# Chevrolet Cruze Convertible, your thoughts?



## 70AARCUDA (Nov 14, 2010)

...excellent, but I _seriously_ doubt GM will make a two-door sedan chassis, which is what is needed for such a vehicle.

...they haven't done so, anywhere else in the world, with this chassis yet.


----------



## montana (Nov 12, 2010)

70AARCUDA said:


> ...excellent, but I _seriously_ doubt GM will make a two-door sedan chassis, which is what is needed for such a vehicle.
> 
> ...they haven't done so, anywhere else in the world, with this chassis yet.


They might not do it, but with the way the Cruze is selling and the way it will continue to sell. I just think its in GM's best interest to offer various models of it, a cruze coupe that also comes in a convertible will sell great in my mind.

just my 0.02


----------



## 70AARCUDA (Nov 14, 2010)

...as I mentioned earlier in another posting, a two-door sedan would really interest me.


----------



## CRUZE (Nov 24, 2010)

Grrr.

It reminds me of the Camaro.

Like stated before, I doubt GM will do this.

-CRUZE


----------



## Cruzer (Oct 18, 2010)

Wow, that is a good looking chop!

I think I would consider it as an option but don't know if I would pull the trigger. Could see lots of people willing to buy it though.


----------



## Jed09 (Oct 27, 2010)

If it were real, I would like a retractable roof... Like them Porsche and Lotus.


----------



## 70AARCUDA (Nov 14, 2010)

...is that a "real" design mock-up?

...it has all the retractable deck lid lines in the _correct_ places, indicating an actual clay or mock-up model.
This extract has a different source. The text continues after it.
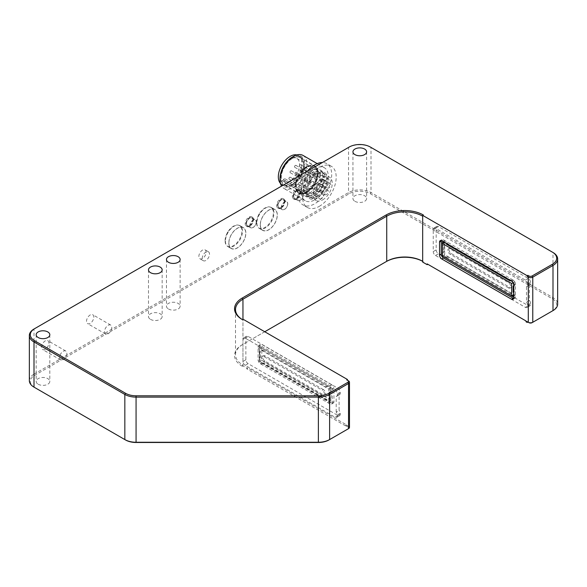 <?xml version="1.0" encoding="UTF-8"?>
<svg xmlns="http://www.w3.org/2000/svg" width="587" height="587" viewBox="0 0 587 587"><rect width="100%" height="100%" fill="white"/><g stroke="black" fill="none" stroke-linecap="round" stroke-linejoin="round"><path stroke-width="0.44" stroke-dasharray="2.94 2.2" d="M347.423 425.399L347.423 426.177L346.748 426.566L347.423 425.399L348.546 426.052L348.546 380.904L346.748 379.87M247.443 367.675L247.443 368.453L246.767 368.849L247.443 367.675L346.301 424.753L346.301 425.531L347.423 426.177M264.744 331.75L242.952 344.327A25.417 14.675 0 0 0 235.504 354.709A25.417 14.675 0 0 0 242.952 365.085L242.952 365.862L247.443 368.453M242.952 365.862L242.277 366.251L242.952 365.085L242.952 319.944A25.417 14.675 180 0 1 242.284 319.548L242.952 319.944L242.952 344.327L242.277 344.716L386.063 261.699M332.257 402.638L333.944 401.662L333.944 388.689L332.257 389.665A3.177 1.834 60 0 0 330.011 385.769L260.364 345.56A3.177 1.834 60 0 0 258.772 345.405A3.177 1.834 60 0 0 258.111 346.858L258.111 359.831A3.177 1.834 60 0 0 260.364 363.72L330.011 403.929A3.177 1.834 60 0 0 331.596 404.091A3.177 1.834 60 0 0 332.257 402.638L332.257 389.665M330.011 385.769L331.692 384.801A3.177 1.834 60 0 1 333.944 388.689M331.692 384.801L262.044 344.591L260.364 345.56M258.111 346.858L259.799 345.882A3.177 1.834 60 0 1 260.459 344.43A3.177 1.834 60 0 1 262.044 344.591M259.799 345.882L259.799 358.855L258.111 359.831M260.364 363.72L262.044 362.751A3.177 1.834 60 0 1 259.799 358.855M262.044 362.751L331.692 402.961L330.011 403.929M333.944 401.662A3.177 1.834 60 0 1 333.284 403.115A3.177 1.834 60 0 1 331.692 402.961M422.684 216.17L423.359 215.003M423.359 261.699A26.371 15.225 180 0 0 422.684 261.325L423.359 261.699L422.684 262.088M526.033 321.757L526.708 321.368L526.033 320.979M228.798 243.025A12.078 6.971 120 0 0 231.293 248.55A12.078 6.971 120 0 0 243.37 241.58A12.078 6.971 120 0 0 243.37 227.639A12.078 6.971 120 0 0 234.066 230.874A12.078 6.971 120 0 0 228.798 243.025M228.908 242.959A11.916 6.883 -60 0 1 234.11 230.97A11.916 6.883 -60 0 1 243.289 227.778A11.916 6.883 -60 0 1 243.289 241.536A11.916 6.883 -60 0 1 231.373 248.411A11.916 6.883 -60 0 1 228.908 242.959M260.246 224.865A12.078 6.971 120 0 0 262.749 230.39A12.078 6.971 120 0 0 274.826 223.42A12.078 6.971 120 0 0 274.826 209.478A12.078 6.971 120 0 0 265.522 212.714A12.078 6.971 120 0 0 260.246 224.865M260.364 224.799A11.916 6.883 -60 0 1 265.559 212.81A11.916 6.883 -60 0 1 274.745 209.618A11.916 6.883 -60 0 1 274.745 223.376A11.916 6.883 -60 0 1 262.829 230.251A11.916 6.883 -60 0 1 260.364 224.799M209.522 254.149A5.151 2.972 120 0 0 208.451 251.794A5.151 2.972 120 0 0 203.3 254.765A5.151 2.972 120 0 0 203.3 260.716A5.151 2.972 120 0 0 207.27 259.337A5.151 2.972 120 0 0 209.522 254.149M346.301 424.753L345.626 425.92L346.301 425.531M328.933 439.964L347.871 429.031A2.223 1.284 0 0 0 347.871 427.219L346.748 426.566M345.626 425.92L246.767 368.849M532.101 322.667L552.323 310.993A14.932 8.622 0 0 0 552.323 298.798L370.338 193.732A14.932 8.622 0 0 0 349.221 193.732L34.677 375.328A14.932 8.622 0 0 0 34.662 387.515L125.508 439.964M527.83 322.021L528.96 322.667M427.857 264.297L526.708 321.368M242.277 366.251A26.371 15.225 180 0 1 242.277 344.716L242.952 344.327M354.952 201.319A6.831 3.948 0 0 0 362.392 202.177A6.831 3.948 0 0 0 366.611 198.531A6.831 3.948 0 0 0 359.78 194.59A6.831 3.948 0 0 0 352.948 198.531A6.831 3.948 0 0 0 354.952 201.319M168.469 308.982A6.831 3.948 0 0 0 175.917 309.841A6.831 3.948 0 0 0 180.128 306.194A6.831 3.948 0 0 0 173.297 302.246A6.831 3.948 0 0 0 166.466 306.194A6.831 3.948 0 0 0 168.469 308.982M150.499 319.357A6.831 3.948 0 0 0 157.94 320.216A6.831 3.948 0 0 0 162.159 316.569A6.831 3.948 0 0 0 155.328 312.629A6.831 3.948 0 0 0 148.496 316.569A6.831 3.948 0 0 0 150.499 319.357M38.162 384.214A6.831 3.948 0 0 0 45.603 385.072A6.831 3.948 0 0 0 49.822 381.425A6.831 3.948 0 0 0 42.99 377.485A6.831 3.948 0 0 0 36.159 381.425A6.831 3.948 0 0 0 38.162 384.214M259.571 349.126L259.571 361.577L328.771 401.53L328.771 389.078L259.571 349.126L261.824 347.834L261.824 360.286L259.571 361.577M261.824 360.286L331.024 400.239L331.024 387.78L328.771 389.078M331.024 387.78L261.824 347.834M331.024 400.239L328.771 401.53M260.364 357.586L260.364 351.701A3.177 1.834 60 0 1 259.894 347.35A3.177 1.834 60 0 1 263.431 349.925L326.937 386.598A3.177 1.834 60 0 1 327.297 386.261A3.177 1.834 60 0 1 330.474 388.095A3.177 1.834 60 0 1 330.474 391.764A3.177 1.834 60 0 1 330.011 391.911L330.011 397.795A3.177 1.834 60 0 1 330.474 402.146A3.177 1.834 60 0 1 326.937 399.564L263.431 362.898A3.177 1.834 60 0 1 263.071 363.228A3.177 1.834 60 0 1 259.894 361.394A3.177 1.834 60 0 1 259.894 357.725A3.177 1.834 60 0 1 260.364 357.586L259.351 358.165L259.351 352.281A3.177 1.834 60 0 1 258.882 347.93A3.177 1.834 60 0 1 262.418 350.512L263.431 349.925M326.937 386.598L325.932 387.178A3.177 1.834 60 0 1 326.284 386.848A3.177 1.834 60 0 1 329.461 388.682A3.177 1.834 60 0 1 329.461 392.351A3.177 1.834 60 0 1 328.999 392.498L330.011 391.911M330.011 397.795L328.999 398.375A3.177 1.834 60 0 1 329.461 402.726A3.177 1.834 60 0 1 325.932 400.151L326.937 399.564M328.999 392.498L328.999 398.375M263.431 362.898L262.418 363.485A3.177 1.834 60 0 1 262.059 363.815A3.177 1.834 60 0 1 258.882 361.981A3.177 1.834 60 0 1 258.882 358.312A3.177 1.834 60 0 1 259.351 358.165M325.932 400.151L262.418 363.485M260.364 351.701L259.351 352.281M262.418 350.512L325.932 387.178M249.013 225.9A5.4 3.118 120 0 0 252.836 219.289A5.4 3.118 120 0 0 251.713 216.816A5.4 3.118 120 0 0 246.313 219.934A5.4 3.118 120 0 0 246.313 226.171A5.4 3.118 120 0 0 249.013 225.9M253.511 219.677A5.4 3.118 120 0 0 252.388 217.205A5.4 3.118 120 0 0 246.988 220.323A5.4 3.118 120 0 0 246.988 226.56A5.4 3.118 120 0 0 251.148 225.107A5.4 3.118 120 0 0 253.511 219.677M280.469 207.739A5.4 3.118 120 0 0 284.291 201.128A5.4 3.118 120 0 0 283.169 198.655A5.4 3.118 120 0 0 277.768 201.774A5.4 3.118 120 0 0 277.768 208.011A5.4 3.118 120 0 0 280.469 207.739M284.959 201.517A5.4 3.118 120 0 0 283.844 199.044A5.4 3.118 120 0 0 278.443 202.163A5.4 3.118 120 0 0 278.443 208.4A5.4 3.118 120 0 0 282.604 206.947A5.4 3.118 120 0 0 284.959 201.517M296.193 198.663A5.4 3.118 120 0 0 300.016 192.044A5.4 3.118 120 0 0 298.9 189.572A5.4 3.118 120 0 0 293.493 192.69A5.4 3.118 120 0 0 293.493 198.927A5.4 3.118 120 0 0 296.193 198.663M300.691 192.433A5.4 3.118 120 0 0 299.568 189.961A5.4 3.118 120 0 0 294.168 193.079A5.4 3.118 120 0 0 294.168 199.316A5.4 3.118 120 0 0 298.328 197.87A5.4 3.118 120 0 0 300.691 192.433M225.085 240.751A11.916 6.883 -60 0 1 225.151 239.511A11.916 6.883 -60 0 1 232.474 226.839A11.916 6.883 -60 0 1 239.467 225.569A11.916 6.883 -60 0 1 241.294 235.116A11.916 6.883 -60 0 1 233.516 245.615A11.916 6.883 -60 0 1 227.558 246.21A11.916 6.883 -60 0 1 225.085 240.751M256.541 222.59A11.916 6.883 -60 0 1 256.607 221.35A11.916 6.883 -60 0 1 263.923 208.678A11.916 6.883 -60 0 1 270.923 207.409A11.916 6.883 -60 0 1 272.75 216.955A11.916 6.883 -60 0 1 264.964 227.455A11.916 6.883 -60 0 1 259.006 228.05A11.916 6.883 -60 0 1 256.541 222.59M289.252 177.531L289.699 177.274A1.115 0.646 120 0 0 288.914 178.639A1.115 0.646 120 0 0 289.142 179.145A1.115 0.646 120 0 0 290.257 178.507A1.115 0.646 120 0 0 290.257 177.223A1.115 0.646 120 0 0 289.699 177.274M304.308 185.705A1.115 0.646 120 0 0 303.574 186.688A1.115 0.646 120 0 0 303.743 187.576A1.115 0.646 120 0 0 304.858 186.937A1.115 0.646 120 0 0 304.858 185.653A1.115 0.646 120 0 0 304.308 185.705M293.999 180.312L294.447 180.055A1.115 0.646 120 0 0 293.661 181.412A1.115 0.646 120 0 0 293.889 181.926A1.115 0.646 120 0 0 295.004 181.28A1.115 0.646 120 0 0 295.004 179.996A1.115 0.646 120 0 0 294.447 180.055M309.048 188.486A1.115 0.646 120 0 0 308.322 189.462A1.115 0.646 120 0 0 308.491 190.357A1.115 0.646 120 0 0 309.606 189.711A1.115 0.646 120 0 0 309.606 188.427A1.115 0.646 120 0 0 309.048 188.486M298.988 176.181L299.436 175.924A1.115 0.646 120 0 0 299.436 175.924A1.115 0.646 120 0 0 298.651 177.281A1.115 0.646 120 0 0 298.878 177.795A1.115 0.646 120 0 0 299.994 177.149A1.115 0.646 120 0 0 299.994 175.865A1.115 0.646 120 0 0 299.436 175.917M314.045 184.347A1.115 0.646 120 0 0 313.311 185.331A1.115 0.646 120 0 0 313.487 186.226A1.115 0.646 120 0 0 314.595 185.58A1.115 0.646 120 0 0 314.595 184.296A1.115 0.646 120 0 0 314.045 184.347M290.367 171.111L290.814 170.846A1.115 0.646 120 0 0 290.814 170.846A1.115 0.646 120 0 0 290.029 172.211A1.115 0.646 120 0 0 290.264 172.717A1.115 0.646 120 0 0 291.372 172.079A1.115 0.646 120 0 0 291.372 170.795A1.115 0.646 120 0 0 290.822 170.846M305.423 179.277A1.115 0.646 120 0 0 304.697 180.26A1.115 0.646 120 0 0 304.866 181.148A1.115 0.646 120 0 0 305.974 180.51A1.115 0.646 120 0 0 305.974 179.226A1.115 0.646 120 0 0 305.423 179.277M295.298 172.585L295.745 172.329A1.115 0.646 120 0 0 295.745 172.329A1.115 0.646 120 0 0 294.96 173.693A1.115 0.646 120 0 0 295.188 174.2A1.115 0.646 120 0 0 296.303 173.561A1.115 0.646 120 0 0 296.303 172.277A1.115 0.646 120 0 0 295.753 172.329M310.354 180.759A1.115 0.646 120 0 0 309.628 181.735A1.115 0.646 120 0 0 309.797 182.63A1.115 0.646 120 0 0 310.905 181.992A1.115 0.646 120 0 0 310.905 180.708A1.115 0.646 120 0 0 310.354 180.759M294.894 165.688L295.342 165.424A1.115 0.646 120 0 0 294.557 166.789A1.115 0.646 120 0 0 294.784 167.295A1.115 0.646 120 0 0 295.899 166.657A1.115 0.646 120 0 0 295.899 165.373A1.115 0.646 120 0 0 295.342 165.424M309.951 173.855A1.115 0.646 120 0 0 309.217 174.838A1.115 0.646 120 0 0 309.386 175.726A1.115 0.646 120 0 0 310.501 175.087A1.115 0.646 120 0 0 310.501 173.803A1.115 0.646 120 0 0 309.951 173.855M299.671 165.05L300.118 164.786A1.115 0.646 120 0 0 299.333 166.15A1.115 0.646 120 0 0 299.568 166.657A1.115 0.646 120 0 0 300.676 166.018A1.115 0.646 120 0 0 300.676 164.734A1.115 0.646 120 0 0 300.126 164.786A1.115 0.646 120 0 0 300.118 164.786M314.727 173.216A1.115 0.646 120 0 0 314.001 174.2A1.115 0.646 120 0 0 314.17 175.087A1.115 0.646 120 0 0 315.278 174.449A1.115 0.646 120 0 0 315.278 173.165A1.115 0.646 120 0 0 314.727 173.216M301.454 169.555L301.901 169.291A1.115 0.646 120 0 0 301.116 170.656A1.115 0.646 120 0 0 301.344 171.162A1.115 0.646 120 0 0 302.459 170.524A1.115 0.646 120 0 0 302.459 169.239A1.115 0.646 120 0 0 301.901 169.291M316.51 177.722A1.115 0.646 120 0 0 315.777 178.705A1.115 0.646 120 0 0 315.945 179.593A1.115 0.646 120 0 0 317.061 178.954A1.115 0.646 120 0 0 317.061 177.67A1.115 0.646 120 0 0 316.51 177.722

...doesn't look Photo-Shopped to me.


----------



## cruze-control (Jul 23, 2010)

its a photoshop. ive seen the original picture. it does look like a really good photoshoped image though. i dont think it will sell to well though. most people that are likely to buy are cruze arent looking for something like this. thats probably why they still havent even announced anything like this.


----------



## CRUZE (Nov 24, 2010)

70AARCUDA said:


> ...is that a "real" design mock-up?
> 
> ...it has all the retractable deck lid lines in the _correct_ places, indicating an actual clay or mock-up model.
> 
> ...doesn't look Photo-Shopped to me.


 
Its PS.

-CRUZE


----------



## montana (Nov 12, 2010)

70AARCUDA said:


> ...is that a "real" design mock-up?
> 
> ...it has all the retractable deck lid lines in the _correct_ places, indicating an actual clay or mock-up model.
> 
> ...doesn't look Photo-Shopped to me.


It's a photoshop!
here is the original photo:


----------



## regnant (Nov 25, 2010)

I honestly aren't into convertibles but I think GM should make a two door version for Cruze .I am sure that would look hot


----------



## montana (Nov 12, 2010)

regnant said:


> I honestly aren't into convertibles but I think GM should make a two door version for Cruze .I am sure that would look hot


They really should. I think it would be a hot seller and open them up to a slightly different market for those looking for a small, cheap, and good looking coupe/convertible. As much as I love the current generation Camaro, it's not for everyone.


----------



## JNovak56 (Apr 13, 2011)

North America loves the "convertible". I'll be giving this serious thought when it comes time to trade in my LTZ.


----------



## gman19 (Apr 5, 2011)

montana said:


> They might not do it, but with the way the Cruze is selling and the way it will continue to sell. I just think its in GM's best interest to offer various models of it, a cruze coupe that also comes in a convertible will sell great in my mind.
> 
> just my 0.02


Remember, Pontiac introduced the G6 as a sedan, then coupe then convertible coupe. We enjoyed our G6 sedan with the panoramic sunroof for the full lease term....but would probably have gotten the convertible had it been available when we were ready.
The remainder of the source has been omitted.